• Goal of the exercise
Every line of the records below that has the word "opacity" should be copied.

====== Records for the exercise

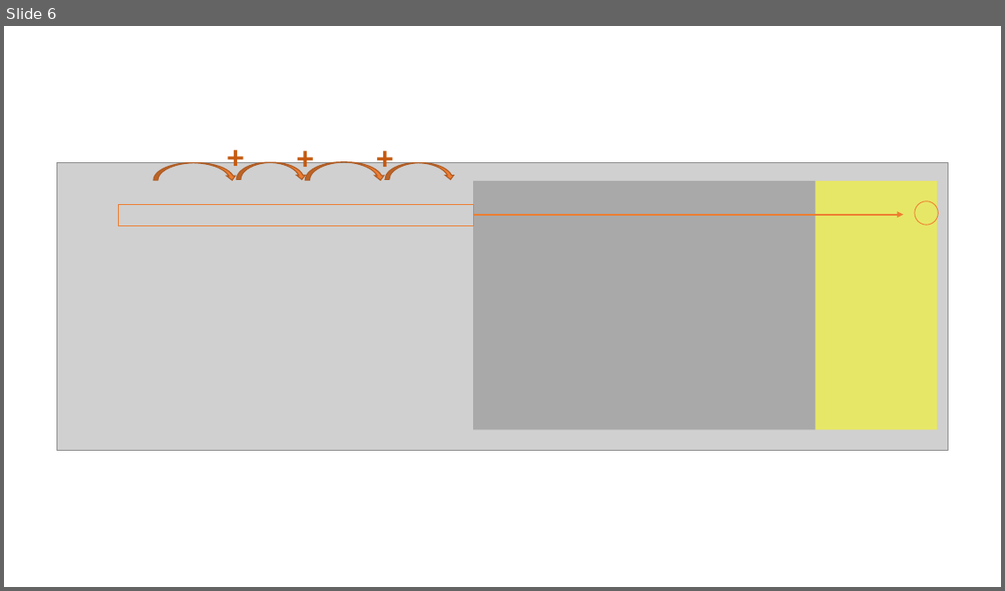
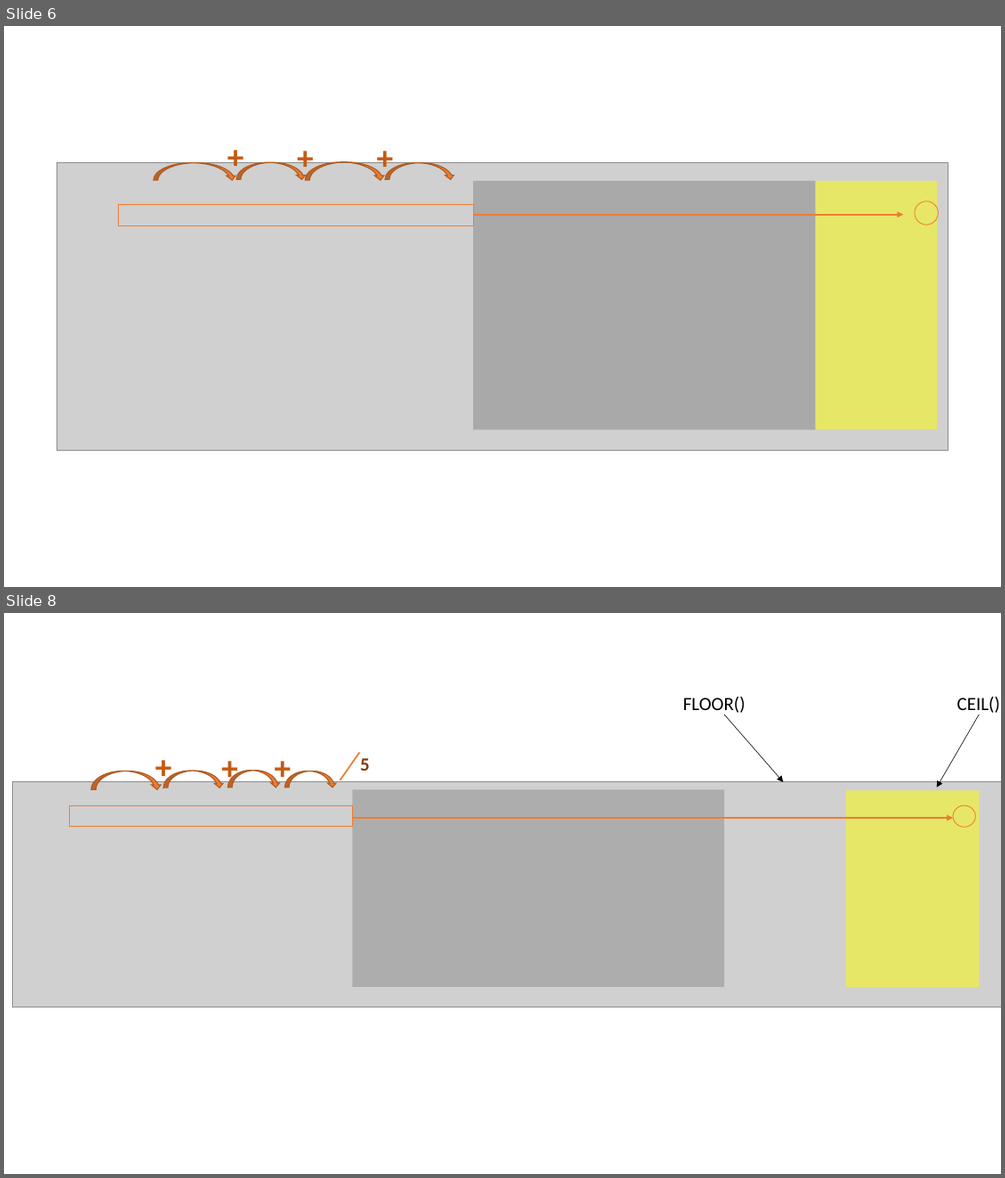
Before and after one commit to sastutorials/sastutorials.github.io, a slide deck: screenshots/imgs.pptx. Shown one above the other, each under a label of ours: slide 6 before the commit, slides 6 and 8 after it; the slides between them are not shown. The pictures are 1005x591 and 1005x1178 pixels, drawn with LibreOffice and Linux fonts; fonts in the diff are those of the drawing; grey boxes stand for pictures. Boxes give left, top, right and bottom in pixels: in the first picture for what was removed or moved away, otherwise in the second. Text is boxed around its words. In the diff, an @@ line names an element or a change of style, - is before the commit and + after.

```diff
--- a/screenshots/imgs.pptx
+++ b/screenshots/imgs.pptx
@@ slide 8 added at box(4, 613, 1001, 1174), background #FFFFFF @@
@@ text added at box(683, 697, 745, 715), 18 pt, text #000000 @@
+FLOOR()
@@ arrow added from (724, 714) to (783, 782), #000000 0.5 pt @@
@@ arrow added from (979, 714) to (937, 787), #000000 0.5 pt @@
@@ text added at box(957, 697, 1000, 716), 18 pt, text #000000 @@
+CEIL()
@@ text added at box(147, 742, 179, 790), 32 pt, text #C55A11, bold @@
++
@@ text added at box(214, 743, 246, 791), 32 pt, text #C55A11, bold @@
++
@@ text added at box(267, 743, 292, 791), 32 pt, text #C55A11, bold @@
++
@@ curved down arrow added at box(91, 771, 162, 789), fill #ED7D31, outline #AF5C24 1 pt @@
@@ curved down arrow added at box(163, 771, 224, 788), fill #ED7D31, outline #AF5C24 1 pt @@
@@ curved down arrow added at box(227, 770, 280, 787), fill #ED7D31, outline #AF5C24 1 pt @@
@@ curved down arrow added at box(285, 771, 337, 787), fill #ED7D31, outline #AF5C24 1 pt @@
@@ line added from (340, 780) to (359, 752), #ED7D31 1.5 pt @@
@@ text added at box(360, 758, 370, 771), 18 pt, text #843C0B, bold @@
+5
@@ picture added at box(13, 782, 1001, 1007) @@
@@ rectangle added at box(353, 789, 724, 987), fill #A5A5A5 at 80% opacity @@
@@ rectangle added at box(846, 790, 979, 987), fill #FFFF00 at 50% opacity @@
@@ rectangle added at box(70, 805, 353, 826), outline #ED7D31 0.75 pt @@
@@ arrow added from (353, 818) to (953, 818), #ED7D31 1.5 pt @@
@@ ellipse added at box(953, 805, 975, 827), outline #ED7D31 0.75 pt @@
```
Also in this commit, not shown: 1 other slide added, 3 other files.

============

• Answer space
@@ rectangle added at box(353, 789, 724, 987), fill #A5A5A5 at 80% opacity @@
@@ rectangle added at box(846, 790, 979, 987), fill #FFFF00 at 50% opacity @@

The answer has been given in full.